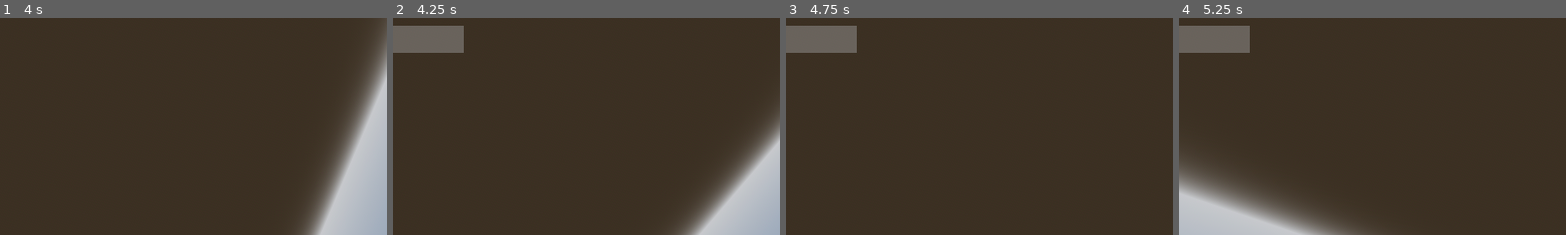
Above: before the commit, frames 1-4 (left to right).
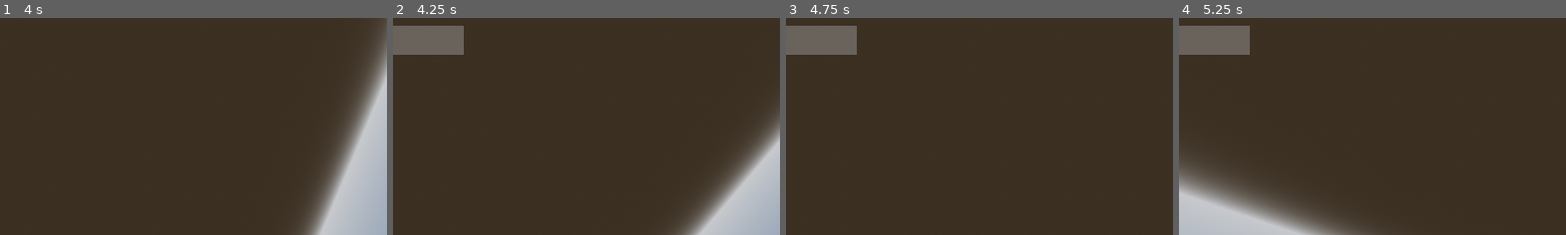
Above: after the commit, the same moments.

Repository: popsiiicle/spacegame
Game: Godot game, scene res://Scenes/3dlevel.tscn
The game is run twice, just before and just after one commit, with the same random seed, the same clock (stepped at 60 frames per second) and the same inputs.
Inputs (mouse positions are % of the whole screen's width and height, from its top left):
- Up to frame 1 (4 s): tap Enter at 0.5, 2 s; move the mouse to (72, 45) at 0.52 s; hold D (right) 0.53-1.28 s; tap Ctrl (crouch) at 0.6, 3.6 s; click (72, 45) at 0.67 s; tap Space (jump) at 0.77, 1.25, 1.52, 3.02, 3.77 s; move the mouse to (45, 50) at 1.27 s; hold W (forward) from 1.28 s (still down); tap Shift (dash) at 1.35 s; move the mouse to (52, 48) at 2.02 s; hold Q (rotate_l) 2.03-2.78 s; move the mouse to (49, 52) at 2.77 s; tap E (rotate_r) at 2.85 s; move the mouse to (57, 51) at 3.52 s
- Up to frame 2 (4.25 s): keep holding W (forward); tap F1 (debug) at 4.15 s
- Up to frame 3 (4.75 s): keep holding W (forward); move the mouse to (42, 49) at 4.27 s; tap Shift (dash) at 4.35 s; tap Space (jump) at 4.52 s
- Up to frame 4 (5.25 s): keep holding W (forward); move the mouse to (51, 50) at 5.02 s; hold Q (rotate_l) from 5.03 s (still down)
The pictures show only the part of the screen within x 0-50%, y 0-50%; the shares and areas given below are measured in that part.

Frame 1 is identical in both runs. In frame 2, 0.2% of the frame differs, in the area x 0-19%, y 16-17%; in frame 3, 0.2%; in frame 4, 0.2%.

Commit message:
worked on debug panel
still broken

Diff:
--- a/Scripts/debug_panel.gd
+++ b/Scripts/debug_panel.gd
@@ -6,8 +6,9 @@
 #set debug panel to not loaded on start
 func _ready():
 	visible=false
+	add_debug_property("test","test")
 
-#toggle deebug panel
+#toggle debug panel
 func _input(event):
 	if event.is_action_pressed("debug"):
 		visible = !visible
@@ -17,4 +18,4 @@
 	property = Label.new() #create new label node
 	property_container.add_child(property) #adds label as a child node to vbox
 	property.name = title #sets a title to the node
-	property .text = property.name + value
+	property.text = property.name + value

+ + + + + + +

Omit the pictures. Output every record above word for word.

Above: before the commit, frames 1-4 (left to right).
Above: after the commit, the same moments.

Repository: popsiiicle/spacegame
Game: Godot game, scene res://Scenes/3dlevel.tscn
The game is run twice, just before and just after one commit, with the same random seed, the same clock (stepped at 60 frames per second) and the same inputs.
Inputs (mouse positions are % of the whole screen's width and height, from its top left):
- Up to frame 1 (4 s): tap Enter at 0.5, 2 s; move the mouse to (72, 45) at 0.52 s; hold D (right) 0.53-1.28 s; tap Ctrl (crouch) at 0.6, 3.6 s; click (72, 45) at 0.67 s; tap Space (jump) at 0.77, 1.25, 1.52, 3.02, 3.77 s; move the mouse to (45, 50) at 1.27 s; hold W (forward) from 1.28 s (still down); tap Shift (dash) at 1.35 s; move the mouse to (52, 48) at 2.02 s; hold Q (rotate_l) 2.03-2.78 s; move the mouse to (49, 52) at 2.77 s; tap E (rotate_r) at 2.85 s; move the mouse to (57, 51) at 3.52 s
- Up to frame 2 (4.25 s): keep holding W (forward); tap F1 (debug) at 4.15 s
- Up to frame 3 (4.75 s): keep holding W (forward); move the mouse to (42, 49) at 4.27 s; tap Shift (dash) at 4.35 s; tap Space (jump) at 4.52 s
- Up to frame 4 (5.25 s): keep holding W (forward); move the mouse to (51, 50) at 5.02 s; hold Q (rotate_l) from 5.03 s (still down)
The pictures show only the part of the screen within x 0-50%, y 0-50%; the shares and areas given below are measured in that part.

Frame 1 is identical in both runs. In frame 2, 0.2% of the frame differs, in the area x 0-19%, y 16-17%; in frame 3, 0.2%; in frame 4, 0.2%.

Commit message:
worked on debug panel
still broken

Diff:
--- a/Scripts/debug_panel.gd
+++ b/Scripts/debug_panel.gd
@@ -6,8 +6,9 @@
 #set debug panel to not loaded on start
 func _ready():
 	visible=false
+	add_debug_property("test","test")
 
-#toggle deebug panel
+#toggle debug panel
 func _input(event):
 	if event.is_action_pressed("debug"):
 		visible = !visible
@@ -17,4 +18,4 @@
 	property = Label.new() #create new label node
 	property_container.add_child(property) #adds label as a child node to vbox
 	property.name = title #sets a title to the node
-	property .text = property.name + value
+	property.text = property.name + value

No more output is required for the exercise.